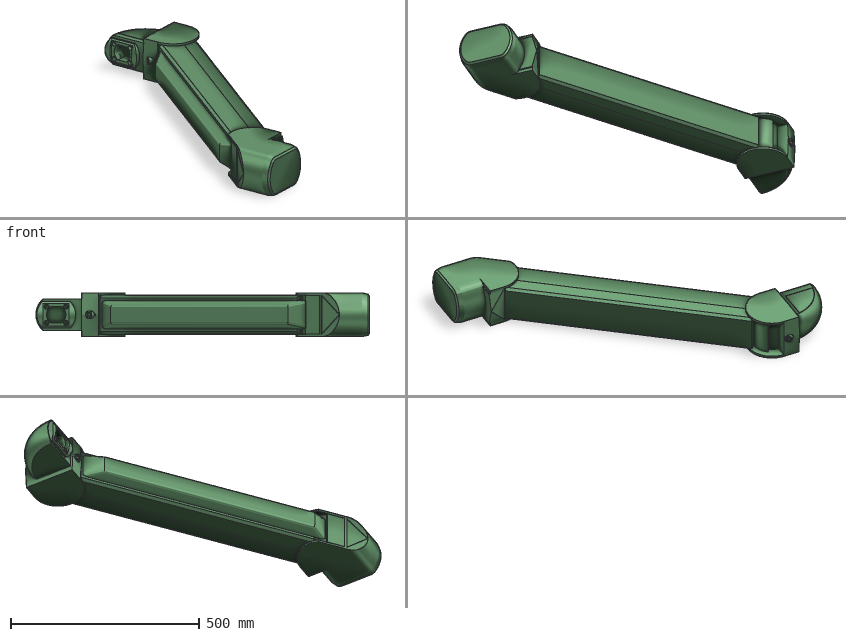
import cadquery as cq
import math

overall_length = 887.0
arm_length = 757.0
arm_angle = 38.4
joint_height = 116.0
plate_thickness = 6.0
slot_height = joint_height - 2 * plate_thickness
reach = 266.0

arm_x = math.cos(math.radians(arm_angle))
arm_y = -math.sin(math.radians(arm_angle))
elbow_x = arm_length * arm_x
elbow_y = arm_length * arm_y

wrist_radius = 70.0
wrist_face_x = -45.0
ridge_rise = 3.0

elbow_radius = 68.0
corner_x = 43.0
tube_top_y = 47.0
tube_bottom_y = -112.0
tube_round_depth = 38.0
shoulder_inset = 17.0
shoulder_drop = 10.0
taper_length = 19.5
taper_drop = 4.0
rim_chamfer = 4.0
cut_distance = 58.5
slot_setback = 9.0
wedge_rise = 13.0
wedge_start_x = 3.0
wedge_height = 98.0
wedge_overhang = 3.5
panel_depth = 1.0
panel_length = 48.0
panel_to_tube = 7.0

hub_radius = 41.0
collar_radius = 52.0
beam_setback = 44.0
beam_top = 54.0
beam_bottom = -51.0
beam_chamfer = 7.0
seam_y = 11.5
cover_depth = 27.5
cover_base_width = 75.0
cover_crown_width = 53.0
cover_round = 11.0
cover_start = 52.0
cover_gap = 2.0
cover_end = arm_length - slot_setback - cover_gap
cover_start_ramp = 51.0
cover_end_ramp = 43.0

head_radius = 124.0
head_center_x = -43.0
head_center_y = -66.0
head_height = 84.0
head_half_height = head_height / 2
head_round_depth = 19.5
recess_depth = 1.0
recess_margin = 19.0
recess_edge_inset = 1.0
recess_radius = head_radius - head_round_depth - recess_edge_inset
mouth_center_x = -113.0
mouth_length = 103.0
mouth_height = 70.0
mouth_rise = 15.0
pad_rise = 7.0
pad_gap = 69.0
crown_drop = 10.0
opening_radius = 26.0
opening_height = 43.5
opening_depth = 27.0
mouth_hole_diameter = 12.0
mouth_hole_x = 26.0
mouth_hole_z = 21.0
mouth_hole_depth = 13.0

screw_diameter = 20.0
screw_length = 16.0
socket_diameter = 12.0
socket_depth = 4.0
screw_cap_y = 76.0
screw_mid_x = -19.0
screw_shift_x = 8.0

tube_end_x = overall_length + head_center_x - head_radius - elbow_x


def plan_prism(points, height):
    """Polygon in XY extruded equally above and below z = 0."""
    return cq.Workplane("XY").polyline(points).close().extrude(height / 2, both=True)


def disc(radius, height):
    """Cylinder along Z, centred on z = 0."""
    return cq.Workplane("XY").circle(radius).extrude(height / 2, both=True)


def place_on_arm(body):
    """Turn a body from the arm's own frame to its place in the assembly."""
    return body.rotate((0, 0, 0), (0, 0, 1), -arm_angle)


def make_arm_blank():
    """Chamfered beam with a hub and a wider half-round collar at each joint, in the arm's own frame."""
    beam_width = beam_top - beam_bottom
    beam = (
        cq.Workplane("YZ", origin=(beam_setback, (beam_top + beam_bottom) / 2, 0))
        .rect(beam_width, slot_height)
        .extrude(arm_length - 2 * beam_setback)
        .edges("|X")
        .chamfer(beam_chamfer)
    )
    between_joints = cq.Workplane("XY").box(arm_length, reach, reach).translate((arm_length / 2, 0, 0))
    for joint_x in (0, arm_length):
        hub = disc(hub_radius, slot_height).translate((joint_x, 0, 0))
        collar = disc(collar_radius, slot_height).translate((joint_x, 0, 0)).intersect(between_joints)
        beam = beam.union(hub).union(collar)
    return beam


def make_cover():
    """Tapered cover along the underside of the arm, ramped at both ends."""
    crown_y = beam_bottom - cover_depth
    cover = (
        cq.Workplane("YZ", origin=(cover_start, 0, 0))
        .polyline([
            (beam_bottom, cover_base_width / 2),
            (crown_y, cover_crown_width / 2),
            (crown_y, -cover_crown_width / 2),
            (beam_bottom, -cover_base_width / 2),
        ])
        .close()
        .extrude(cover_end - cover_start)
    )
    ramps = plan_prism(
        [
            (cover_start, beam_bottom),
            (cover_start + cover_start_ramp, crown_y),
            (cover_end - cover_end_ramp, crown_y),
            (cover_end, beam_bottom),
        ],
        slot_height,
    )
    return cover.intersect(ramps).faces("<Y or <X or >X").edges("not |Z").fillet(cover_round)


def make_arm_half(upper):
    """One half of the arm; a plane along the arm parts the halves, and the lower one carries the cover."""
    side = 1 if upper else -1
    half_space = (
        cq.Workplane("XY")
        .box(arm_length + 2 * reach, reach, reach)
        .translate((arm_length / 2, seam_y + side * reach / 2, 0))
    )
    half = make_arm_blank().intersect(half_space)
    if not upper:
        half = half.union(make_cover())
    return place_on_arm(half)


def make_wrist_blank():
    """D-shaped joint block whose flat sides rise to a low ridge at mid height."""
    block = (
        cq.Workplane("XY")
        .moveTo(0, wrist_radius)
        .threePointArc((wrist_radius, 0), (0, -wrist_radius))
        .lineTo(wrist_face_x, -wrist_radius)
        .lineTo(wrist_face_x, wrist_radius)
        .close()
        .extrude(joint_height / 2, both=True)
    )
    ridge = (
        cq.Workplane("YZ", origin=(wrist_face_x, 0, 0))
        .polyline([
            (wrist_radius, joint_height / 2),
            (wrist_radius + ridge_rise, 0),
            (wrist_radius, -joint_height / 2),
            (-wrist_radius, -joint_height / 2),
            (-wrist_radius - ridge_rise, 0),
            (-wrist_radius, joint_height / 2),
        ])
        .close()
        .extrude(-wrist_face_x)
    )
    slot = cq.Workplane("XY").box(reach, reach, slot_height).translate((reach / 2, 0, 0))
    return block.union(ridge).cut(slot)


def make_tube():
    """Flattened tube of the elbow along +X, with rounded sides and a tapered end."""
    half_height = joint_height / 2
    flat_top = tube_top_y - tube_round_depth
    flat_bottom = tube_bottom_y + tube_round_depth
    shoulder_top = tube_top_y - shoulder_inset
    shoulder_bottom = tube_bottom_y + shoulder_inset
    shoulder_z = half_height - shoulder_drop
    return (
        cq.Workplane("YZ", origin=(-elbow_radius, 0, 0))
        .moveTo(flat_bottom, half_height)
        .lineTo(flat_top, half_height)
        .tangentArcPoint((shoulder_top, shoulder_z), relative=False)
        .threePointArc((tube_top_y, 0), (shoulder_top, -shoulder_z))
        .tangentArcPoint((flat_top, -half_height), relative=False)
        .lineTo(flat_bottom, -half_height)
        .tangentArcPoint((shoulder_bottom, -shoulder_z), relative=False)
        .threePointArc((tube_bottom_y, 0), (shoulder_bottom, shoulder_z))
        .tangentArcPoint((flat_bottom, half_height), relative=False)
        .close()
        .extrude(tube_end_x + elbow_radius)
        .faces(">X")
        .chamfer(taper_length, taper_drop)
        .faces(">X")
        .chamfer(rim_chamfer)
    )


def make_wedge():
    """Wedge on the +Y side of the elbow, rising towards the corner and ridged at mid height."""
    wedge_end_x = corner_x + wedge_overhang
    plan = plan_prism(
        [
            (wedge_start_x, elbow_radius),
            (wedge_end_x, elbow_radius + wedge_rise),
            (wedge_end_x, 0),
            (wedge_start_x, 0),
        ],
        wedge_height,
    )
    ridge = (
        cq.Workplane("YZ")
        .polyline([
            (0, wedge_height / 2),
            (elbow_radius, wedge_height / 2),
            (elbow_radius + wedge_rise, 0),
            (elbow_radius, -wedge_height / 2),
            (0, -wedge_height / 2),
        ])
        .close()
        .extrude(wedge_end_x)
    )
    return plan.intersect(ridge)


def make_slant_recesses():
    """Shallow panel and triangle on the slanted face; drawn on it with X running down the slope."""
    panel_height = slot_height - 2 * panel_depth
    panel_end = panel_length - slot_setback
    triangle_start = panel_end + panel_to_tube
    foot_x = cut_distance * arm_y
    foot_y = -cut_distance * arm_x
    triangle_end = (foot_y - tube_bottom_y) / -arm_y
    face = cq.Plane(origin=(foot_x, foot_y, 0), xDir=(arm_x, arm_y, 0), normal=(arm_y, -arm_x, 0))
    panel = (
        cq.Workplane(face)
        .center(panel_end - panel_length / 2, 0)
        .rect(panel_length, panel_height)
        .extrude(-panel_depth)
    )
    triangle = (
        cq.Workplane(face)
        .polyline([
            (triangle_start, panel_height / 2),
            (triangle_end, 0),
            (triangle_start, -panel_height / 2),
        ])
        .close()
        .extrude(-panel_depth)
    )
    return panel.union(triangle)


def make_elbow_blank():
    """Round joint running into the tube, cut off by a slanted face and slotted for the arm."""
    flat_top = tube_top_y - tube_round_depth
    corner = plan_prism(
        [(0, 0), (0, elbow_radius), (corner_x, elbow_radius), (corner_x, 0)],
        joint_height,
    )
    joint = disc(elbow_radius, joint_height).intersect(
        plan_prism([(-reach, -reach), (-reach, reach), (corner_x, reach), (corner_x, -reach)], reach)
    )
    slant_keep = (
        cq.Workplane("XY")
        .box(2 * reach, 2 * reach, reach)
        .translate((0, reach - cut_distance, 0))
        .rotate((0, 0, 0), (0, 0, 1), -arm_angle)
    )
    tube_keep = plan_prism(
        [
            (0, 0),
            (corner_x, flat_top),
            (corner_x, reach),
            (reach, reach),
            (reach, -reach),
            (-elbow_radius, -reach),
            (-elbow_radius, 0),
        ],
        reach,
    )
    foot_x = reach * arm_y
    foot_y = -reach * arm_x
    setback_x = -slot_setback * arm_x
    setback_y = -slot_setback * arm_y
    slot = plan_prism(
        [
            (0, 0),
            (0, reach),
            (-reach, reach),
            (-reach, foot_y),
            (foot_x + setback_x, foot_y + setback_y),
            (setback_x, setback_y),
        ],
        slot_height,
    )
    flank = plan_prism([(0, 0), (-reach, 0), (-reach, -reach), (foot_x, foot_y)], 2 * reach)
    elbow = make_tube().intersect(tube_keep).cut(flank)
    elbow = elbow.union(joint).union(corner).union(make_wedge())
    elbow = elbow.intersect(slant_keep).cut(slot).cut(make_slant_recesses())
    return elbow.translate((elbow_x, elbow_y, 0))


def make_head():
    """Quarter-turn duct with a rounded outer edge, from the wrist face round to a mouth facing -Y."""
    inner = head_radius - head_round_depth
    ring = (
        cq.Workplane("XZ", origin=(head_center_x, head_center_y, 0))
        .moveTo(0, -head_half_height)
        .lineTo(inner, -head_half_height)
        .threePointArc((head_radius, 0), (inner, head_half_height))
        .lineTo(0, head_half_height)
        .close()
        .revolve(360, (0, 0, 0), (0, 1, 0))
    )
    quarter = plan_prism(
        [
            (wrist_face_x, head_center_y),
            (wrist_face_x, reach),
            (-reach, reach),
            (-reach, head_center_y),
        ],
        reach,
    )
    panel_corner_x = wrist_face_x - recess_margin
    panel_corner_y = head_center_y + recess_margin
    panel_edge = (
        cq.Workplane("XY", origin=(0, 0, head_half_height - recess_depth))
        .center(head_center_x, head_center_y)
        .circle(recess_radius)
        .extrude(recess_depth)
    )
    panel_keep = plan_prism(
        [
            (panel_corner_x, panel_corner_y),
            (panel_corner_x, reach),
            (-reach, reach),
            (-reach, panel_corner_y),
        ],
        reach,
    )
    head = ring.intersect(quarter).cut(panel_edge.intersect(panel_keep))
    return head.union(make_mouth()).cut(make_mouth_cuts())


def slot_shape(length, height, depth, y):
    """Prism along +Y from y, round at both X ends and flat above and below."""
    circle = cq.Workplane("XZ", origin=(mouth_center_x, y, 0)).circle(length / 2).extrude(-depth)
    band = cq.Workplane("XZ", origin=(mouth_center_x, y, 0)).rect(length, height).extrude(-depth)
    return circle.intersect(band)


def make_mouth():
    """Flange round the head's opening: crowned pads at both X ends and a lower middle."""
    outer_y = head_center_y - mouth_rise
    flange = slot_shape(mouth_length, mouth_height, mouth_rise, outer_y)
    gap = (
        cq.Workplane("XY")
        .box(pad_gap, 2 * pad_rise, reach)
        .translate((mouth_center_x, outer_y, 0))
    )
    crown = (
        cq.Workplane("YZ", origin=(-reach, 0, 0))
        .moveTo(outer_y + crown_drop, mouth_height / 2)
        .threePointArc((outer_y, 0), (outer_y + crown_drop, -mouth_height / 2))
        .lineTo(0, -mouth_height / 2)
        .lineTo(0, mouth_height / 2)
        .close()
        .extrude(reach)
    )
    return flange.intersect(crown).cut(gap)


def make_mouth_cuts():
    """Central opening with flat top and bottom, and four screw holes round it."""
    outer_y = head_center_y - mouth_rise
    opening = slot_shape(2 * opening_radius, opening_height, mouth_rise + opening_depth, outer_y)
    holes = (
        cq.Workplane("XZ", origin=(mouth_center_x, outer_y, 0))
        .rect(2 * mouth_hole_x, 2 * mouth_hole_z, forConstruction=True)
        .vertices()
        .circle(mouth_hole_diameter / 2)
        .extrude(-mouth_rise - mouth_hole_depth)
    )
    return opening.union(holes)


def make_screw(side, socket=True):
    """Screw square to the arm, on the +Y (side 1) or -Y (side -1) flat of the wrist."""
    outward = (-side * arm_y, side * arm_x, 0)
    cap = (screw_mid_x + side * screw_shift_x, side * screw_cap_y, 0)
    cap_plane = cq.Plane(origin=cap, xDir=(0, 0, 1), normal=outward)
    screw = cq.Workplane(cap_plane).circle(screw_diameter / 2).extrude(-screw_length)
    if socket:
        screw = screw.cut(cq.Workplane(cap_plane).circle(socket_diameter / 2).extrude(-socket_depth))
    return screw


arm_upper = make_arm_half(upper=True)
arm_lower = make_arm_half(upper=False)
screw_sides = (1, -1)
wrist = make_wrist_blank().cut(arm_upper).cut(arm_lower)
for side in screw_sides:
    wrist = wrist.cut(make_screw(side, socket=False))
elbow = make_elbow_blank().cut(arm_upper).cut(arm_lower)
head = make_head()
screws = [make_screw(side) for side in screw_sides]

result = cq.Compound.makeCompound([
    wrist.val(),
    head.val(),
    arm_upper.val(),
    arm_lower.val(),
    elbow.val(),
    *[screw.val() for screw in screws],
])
□ □ □ □
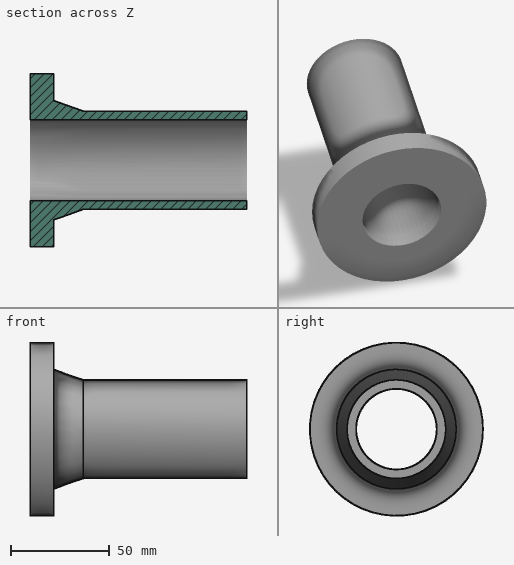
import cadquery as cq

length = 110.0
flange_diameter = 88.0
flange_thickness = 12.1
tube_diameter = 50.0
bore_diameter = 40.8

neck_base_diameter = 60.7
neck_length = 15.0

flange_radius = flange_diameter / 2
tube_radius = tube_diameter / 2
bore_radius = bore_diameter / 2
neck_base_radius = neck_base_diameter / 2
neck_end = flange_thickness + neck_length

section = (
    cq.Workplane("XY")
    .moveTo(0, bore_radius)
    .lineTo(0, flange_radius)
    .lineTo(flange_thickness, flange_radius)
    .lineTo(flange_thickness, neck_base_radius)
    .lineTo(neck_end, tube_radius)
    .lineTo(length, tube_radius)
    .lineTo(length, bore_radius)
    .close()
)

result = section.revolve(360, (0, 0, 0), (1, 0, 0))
□ □ □ □
• EXERCISE REQUIREMENTS
Find the string "points" in the material above. Then copy each line that has it.

• EXERCISE RESPONSE
def plan_prism(points, height):
    return cq.Workplane("XY").polyline(points).close().extrude(height / 2, both=True)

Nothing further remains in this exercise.